(Beginning of Source data)
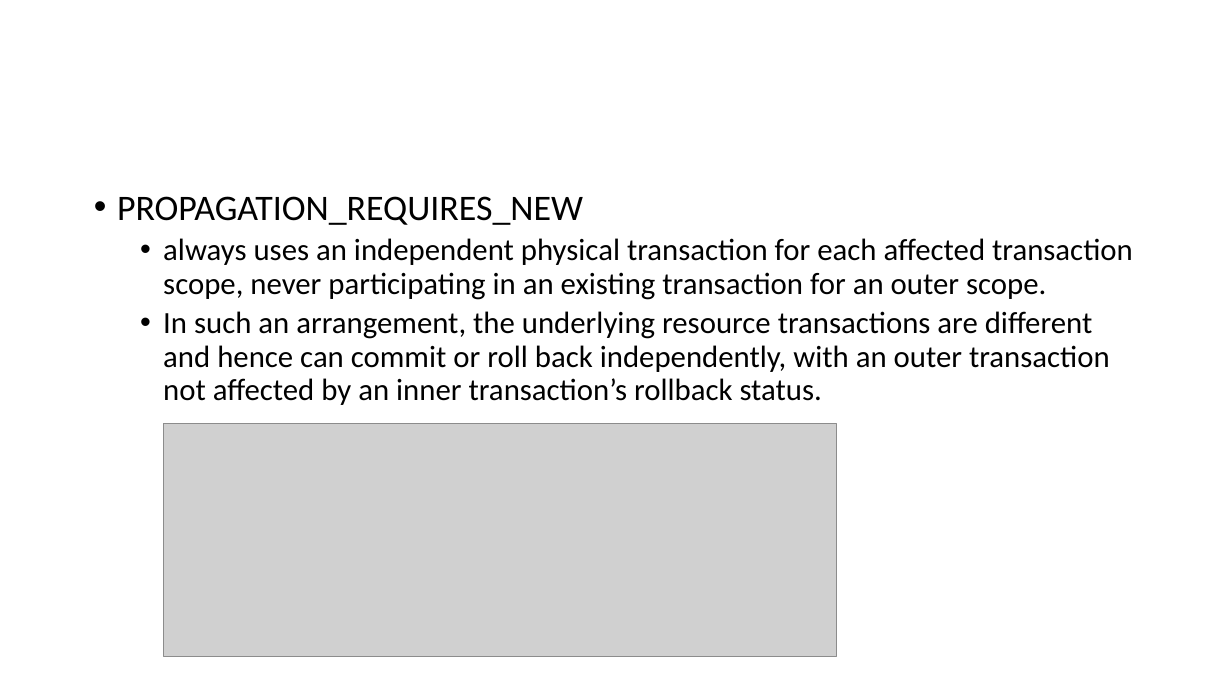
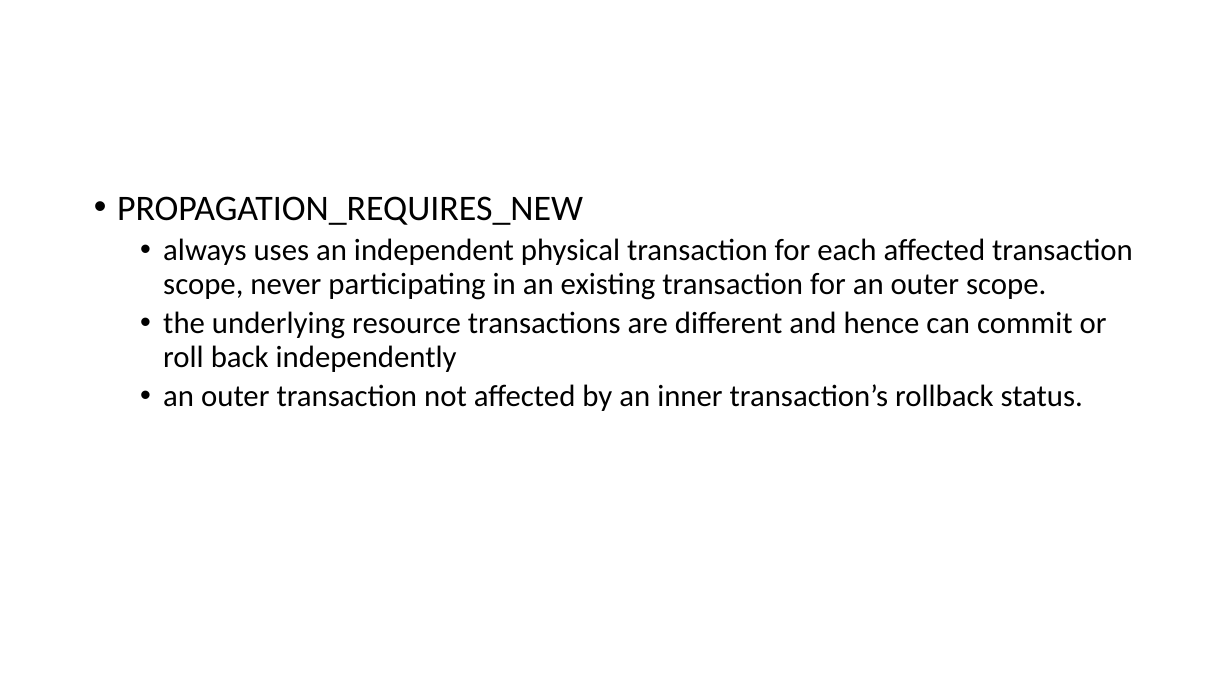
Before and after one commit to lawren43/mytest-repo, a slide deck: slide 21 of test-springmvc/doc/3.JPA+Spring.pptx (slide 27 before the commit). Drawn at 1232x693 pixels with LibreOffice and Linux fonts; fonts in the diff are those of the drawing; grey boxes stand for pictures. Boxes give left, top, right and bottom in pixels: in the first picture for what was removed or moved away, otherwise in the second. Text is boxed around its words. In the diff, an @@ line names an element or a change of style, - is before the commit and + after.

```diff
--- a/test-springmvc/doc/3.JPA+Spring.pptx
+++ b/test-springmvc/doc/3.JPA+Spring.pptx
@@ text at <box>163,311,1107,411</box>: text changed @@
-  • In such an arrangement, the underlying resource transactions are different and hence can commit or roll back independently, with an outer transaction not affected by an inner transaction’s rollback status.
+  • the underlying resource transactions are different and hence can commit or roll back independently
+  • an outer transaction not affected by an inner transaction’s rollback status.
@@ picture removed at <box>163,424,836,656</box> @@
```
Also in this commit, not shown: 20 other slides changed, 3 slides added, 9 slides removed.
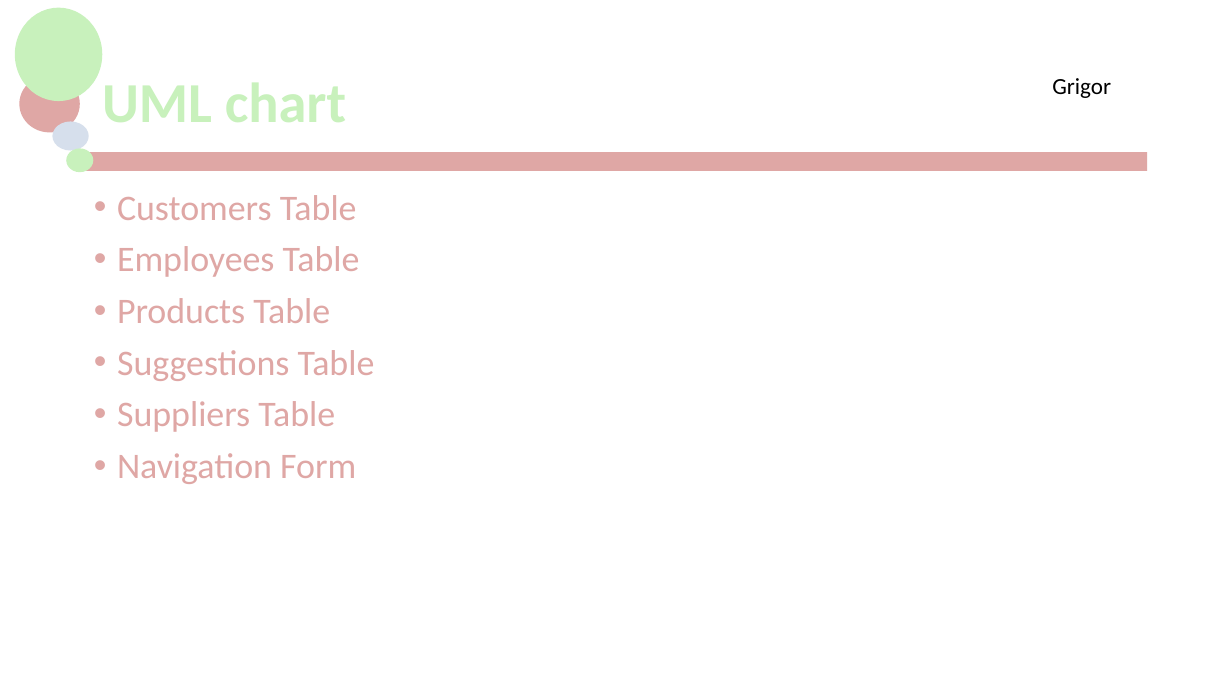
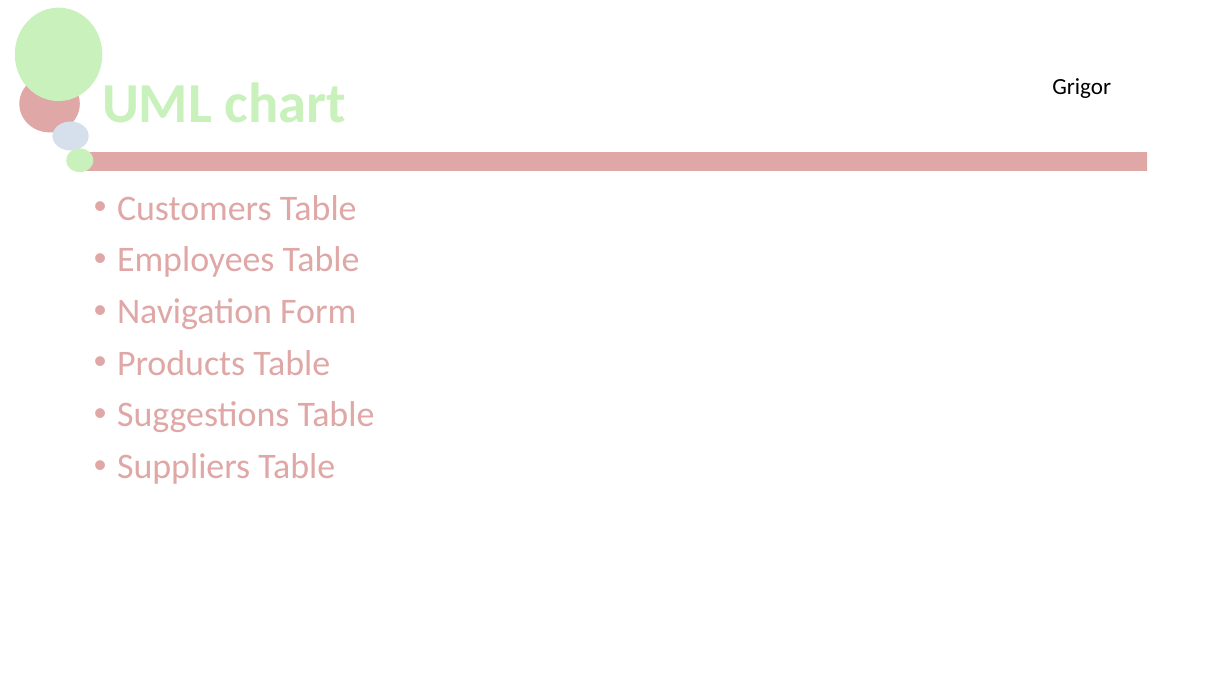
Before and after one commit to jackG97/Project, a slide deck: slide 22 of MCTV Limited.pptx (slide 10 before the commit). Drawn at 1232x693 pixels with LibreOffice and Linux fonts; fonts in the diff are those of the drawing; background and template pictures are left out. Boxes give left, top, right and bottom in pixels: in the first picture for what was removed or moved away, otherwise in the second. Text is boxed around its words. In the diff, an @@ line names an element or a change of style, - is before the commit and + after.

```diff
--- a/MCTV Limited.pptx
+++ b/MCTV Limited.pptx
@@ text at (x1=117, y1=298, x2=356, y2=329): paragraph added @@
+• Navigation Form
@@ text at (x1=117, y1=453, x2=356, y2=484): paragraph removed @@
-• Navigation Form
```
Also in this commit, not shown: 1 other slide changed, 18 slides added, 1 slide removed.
(End of Source data)
(Beginning of Source data)
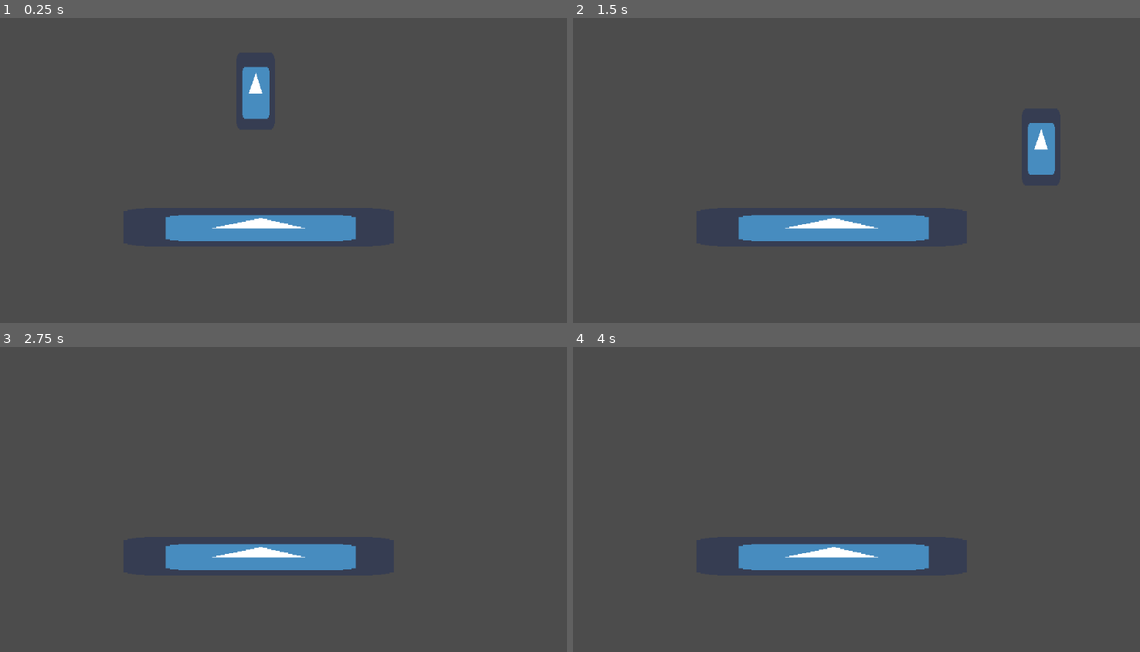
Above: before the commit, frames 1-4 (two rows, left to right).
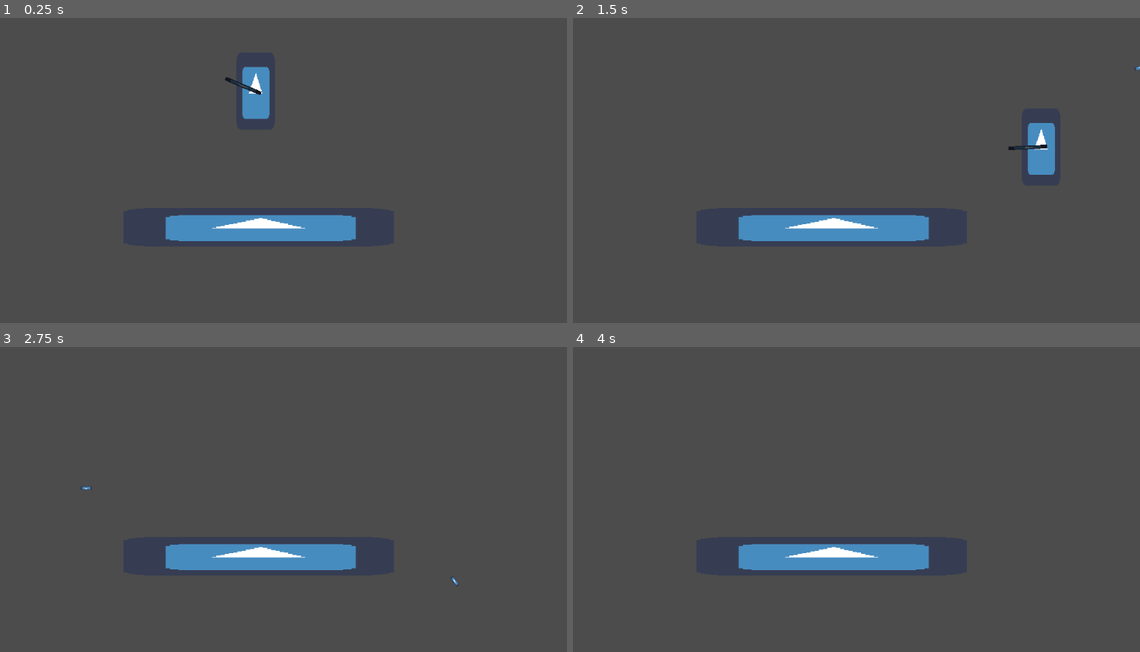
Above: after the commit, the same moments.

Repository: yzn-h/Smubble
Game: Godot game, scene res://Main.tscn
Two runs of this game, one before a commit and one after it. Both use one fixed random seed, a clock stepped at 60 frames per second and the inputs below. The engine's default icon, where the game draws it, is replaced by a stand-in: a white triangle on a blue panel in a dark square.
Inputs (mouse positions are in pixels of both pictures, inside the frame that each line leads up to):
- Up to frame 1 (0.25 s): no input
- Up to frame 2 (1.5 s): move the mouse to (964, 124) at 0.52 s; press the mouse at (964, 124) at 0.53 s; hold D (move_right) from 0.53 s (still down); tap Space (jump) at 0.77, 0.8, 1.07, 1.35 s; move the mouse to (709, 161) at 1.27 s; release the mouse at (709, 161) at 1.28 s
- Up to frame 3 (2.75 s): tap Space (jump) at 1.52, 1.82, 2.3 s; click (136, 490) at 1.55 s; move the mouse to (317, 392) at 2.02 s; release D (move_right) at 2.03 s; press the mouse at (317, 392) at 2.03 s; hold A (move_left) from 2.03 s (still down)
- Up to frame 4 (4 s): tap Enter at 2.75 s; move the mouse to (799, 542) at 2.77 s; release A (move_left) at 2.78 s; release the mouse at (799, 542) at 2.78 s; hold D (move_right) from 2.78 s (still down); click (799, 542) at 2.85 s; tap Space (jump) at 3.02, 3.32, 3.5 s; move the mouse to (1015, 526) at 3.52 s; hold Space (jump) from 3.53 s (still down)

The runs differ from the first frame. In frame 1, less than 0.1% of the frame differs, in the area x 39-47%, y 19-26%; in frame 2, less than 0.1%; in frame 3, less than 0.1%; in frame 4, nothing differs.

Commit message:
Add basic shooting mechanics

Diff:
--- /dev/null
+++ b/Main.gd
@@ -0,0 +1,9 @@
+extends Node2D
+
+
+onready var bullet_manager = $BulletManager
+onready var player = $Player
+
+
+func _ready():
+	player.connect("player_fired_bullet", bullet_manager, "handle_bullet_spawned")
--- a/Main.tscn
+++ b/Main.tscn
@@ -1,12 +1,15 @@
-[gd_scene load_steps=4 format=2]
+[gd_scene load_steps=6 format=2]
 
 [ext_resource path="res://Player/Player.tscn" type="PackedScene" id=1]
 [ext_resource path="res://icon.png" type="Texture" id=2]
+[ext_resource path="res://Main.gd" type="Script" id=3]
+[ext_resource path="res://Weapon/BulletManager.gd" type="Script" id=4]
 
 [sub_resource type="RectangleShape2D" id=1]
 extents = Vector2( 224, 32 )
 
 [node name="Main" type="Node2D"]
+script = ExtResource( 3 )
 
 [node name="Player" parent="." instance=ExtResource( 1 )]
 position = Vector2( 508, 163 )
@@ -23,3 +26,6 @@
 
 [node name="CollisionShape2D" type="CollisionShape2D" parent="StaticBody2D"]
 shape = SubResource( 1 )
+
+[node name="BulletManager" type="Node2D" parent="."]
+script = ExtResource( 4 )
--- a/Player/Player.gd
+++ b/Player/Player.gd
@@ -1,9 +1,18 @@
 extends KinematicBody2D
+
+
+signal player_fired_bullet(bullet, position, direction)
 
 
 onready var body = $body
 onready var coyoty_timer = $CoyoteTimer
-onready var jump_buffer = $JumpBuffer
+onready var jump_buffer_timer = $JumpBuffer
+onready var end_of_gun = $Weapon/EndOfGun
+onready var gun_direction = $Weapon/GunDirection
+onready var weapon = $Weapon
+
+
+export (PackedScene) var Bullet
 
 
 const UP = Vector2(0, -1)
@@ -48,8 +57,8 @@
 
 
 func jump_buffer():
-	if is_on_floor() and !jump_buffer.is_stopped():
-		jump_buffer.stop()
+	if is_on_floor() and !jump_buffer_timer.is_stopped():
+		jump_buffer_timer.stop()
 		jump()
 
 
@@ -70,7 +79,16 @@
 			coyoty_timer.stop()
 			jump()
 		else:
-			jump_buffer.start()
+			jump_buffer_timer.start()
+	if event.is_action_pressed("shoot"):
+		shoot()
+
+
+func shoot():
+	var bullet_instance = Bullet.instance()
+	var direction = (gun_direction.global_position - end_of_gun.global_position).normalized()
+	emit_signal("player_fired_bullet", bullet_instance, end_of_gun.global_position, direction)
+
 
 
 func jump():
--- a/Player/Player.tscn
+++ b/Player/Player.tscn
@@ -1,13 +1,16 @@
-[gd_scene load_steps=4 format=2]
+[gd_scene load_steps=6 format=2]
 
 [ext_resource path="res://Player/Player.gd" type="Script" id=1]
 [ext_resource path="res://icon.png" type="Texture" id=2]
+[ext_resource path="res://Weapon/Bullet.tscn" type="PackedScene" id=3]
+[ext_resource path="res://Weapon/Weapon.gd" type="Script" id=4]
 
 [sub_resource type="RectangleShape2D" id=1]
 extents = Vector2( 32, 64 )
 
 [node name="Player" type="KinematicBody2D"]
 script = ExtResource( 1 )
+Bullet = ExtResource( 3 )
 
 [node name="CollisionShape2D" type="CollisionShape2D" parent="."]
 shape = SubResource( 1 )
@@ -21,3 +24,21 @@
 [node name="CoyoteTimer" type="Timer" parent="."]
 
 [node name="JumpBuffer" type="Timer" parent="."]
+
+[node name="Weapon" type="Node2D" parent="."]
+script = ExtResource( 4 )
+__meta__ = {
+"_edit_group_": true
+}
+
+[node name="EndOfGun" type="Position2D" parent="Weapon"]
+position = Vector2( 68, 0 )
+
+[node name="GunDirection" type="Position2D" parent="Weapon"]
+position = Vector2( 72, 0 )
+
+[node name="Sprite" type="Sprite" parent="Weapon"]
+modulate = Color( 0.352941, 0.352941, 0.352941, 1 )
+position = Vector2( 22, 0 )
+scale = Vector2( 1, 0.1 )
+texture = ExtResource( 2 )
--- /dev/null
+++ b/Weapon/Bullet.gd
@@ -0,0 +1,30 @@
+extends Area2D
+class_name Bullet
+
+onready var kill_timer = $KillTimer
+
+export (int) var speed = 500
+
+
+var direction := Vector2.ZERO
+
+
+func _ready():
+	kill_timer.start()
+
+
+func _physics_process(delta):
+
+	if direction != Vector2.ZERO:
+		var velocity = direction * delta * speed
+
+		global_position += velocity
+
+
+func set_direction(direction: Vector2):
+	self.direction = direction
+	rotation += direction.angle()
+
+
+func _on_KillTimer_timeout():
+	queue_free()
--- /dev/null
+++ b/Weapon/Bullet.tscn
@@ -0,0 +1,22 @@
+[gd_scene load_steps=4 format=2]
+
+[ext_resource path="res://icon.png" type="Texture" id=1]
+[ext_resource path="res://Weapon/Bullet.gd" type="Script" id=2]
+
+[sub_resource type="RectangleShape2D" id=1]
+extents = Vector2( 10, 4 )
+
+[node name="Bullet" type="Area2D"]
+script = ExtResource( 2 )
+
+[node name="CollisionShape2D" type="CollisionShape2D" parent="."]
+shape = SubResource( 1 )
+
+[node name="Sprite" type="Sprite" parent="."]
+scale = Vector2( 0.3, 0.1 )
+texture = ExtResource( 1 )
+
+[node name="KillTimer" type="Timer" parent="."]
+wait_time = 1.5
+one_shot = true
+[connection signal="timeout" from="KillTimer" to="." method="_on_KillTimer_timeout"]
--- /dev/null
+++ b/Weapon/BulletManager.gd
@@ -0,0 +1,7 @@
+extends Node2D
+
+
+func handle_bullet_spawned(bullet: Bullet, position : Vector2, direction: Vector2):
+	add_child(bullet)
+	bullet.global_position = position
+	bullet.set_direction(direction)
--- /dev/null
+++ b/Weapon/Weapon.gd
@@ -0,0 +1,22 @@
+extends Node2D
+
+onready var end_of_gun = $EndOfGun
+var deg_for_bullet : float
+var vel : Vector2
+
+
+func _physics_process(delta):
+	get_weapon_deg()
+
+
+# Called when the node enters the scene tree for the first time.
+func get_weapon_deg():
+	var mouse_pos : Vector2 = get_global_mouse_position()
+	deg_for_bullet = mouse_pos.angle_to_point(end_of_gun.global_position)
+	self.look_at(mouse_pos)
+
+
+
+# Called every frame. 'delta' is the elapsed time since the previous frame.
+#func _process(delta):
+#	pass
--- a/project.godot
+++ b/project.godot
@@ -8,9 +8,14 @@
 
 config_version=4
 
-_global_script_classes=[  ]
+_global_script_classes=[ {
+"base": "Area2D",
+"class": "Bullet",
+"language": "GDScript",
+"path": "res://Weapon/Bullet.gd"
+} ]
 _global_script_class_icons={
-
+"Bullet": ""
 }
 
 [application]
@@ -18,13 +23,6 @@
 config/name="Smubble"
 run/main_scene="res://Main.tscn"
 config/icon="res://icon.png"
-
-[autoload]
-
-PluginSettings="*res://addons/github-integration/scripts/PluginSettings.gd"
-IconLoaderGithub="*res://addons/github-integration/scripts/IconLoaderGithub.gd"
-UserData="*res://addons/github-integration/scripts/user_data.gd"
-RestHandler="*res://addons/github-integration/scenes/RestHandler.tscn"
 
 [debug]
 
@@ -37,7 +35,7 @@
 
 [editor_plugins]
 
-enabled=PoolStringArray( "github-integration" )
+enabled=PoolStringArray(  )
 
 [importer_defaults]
(End of Source data)
| Task goal |
In the entries above, find each line with the word "Main" and show it.

| Task result |
Game: Godot game, scene res://Main.tscn
+++ b/Main.gd
--- a/Main.tscn
+++ b/Main.tscn
+[ext_resource path="res://Main.gd" type="Script" id=3]
 [node name="Main" type="Node2D"]
 run/main_scene="res://Main.tscn"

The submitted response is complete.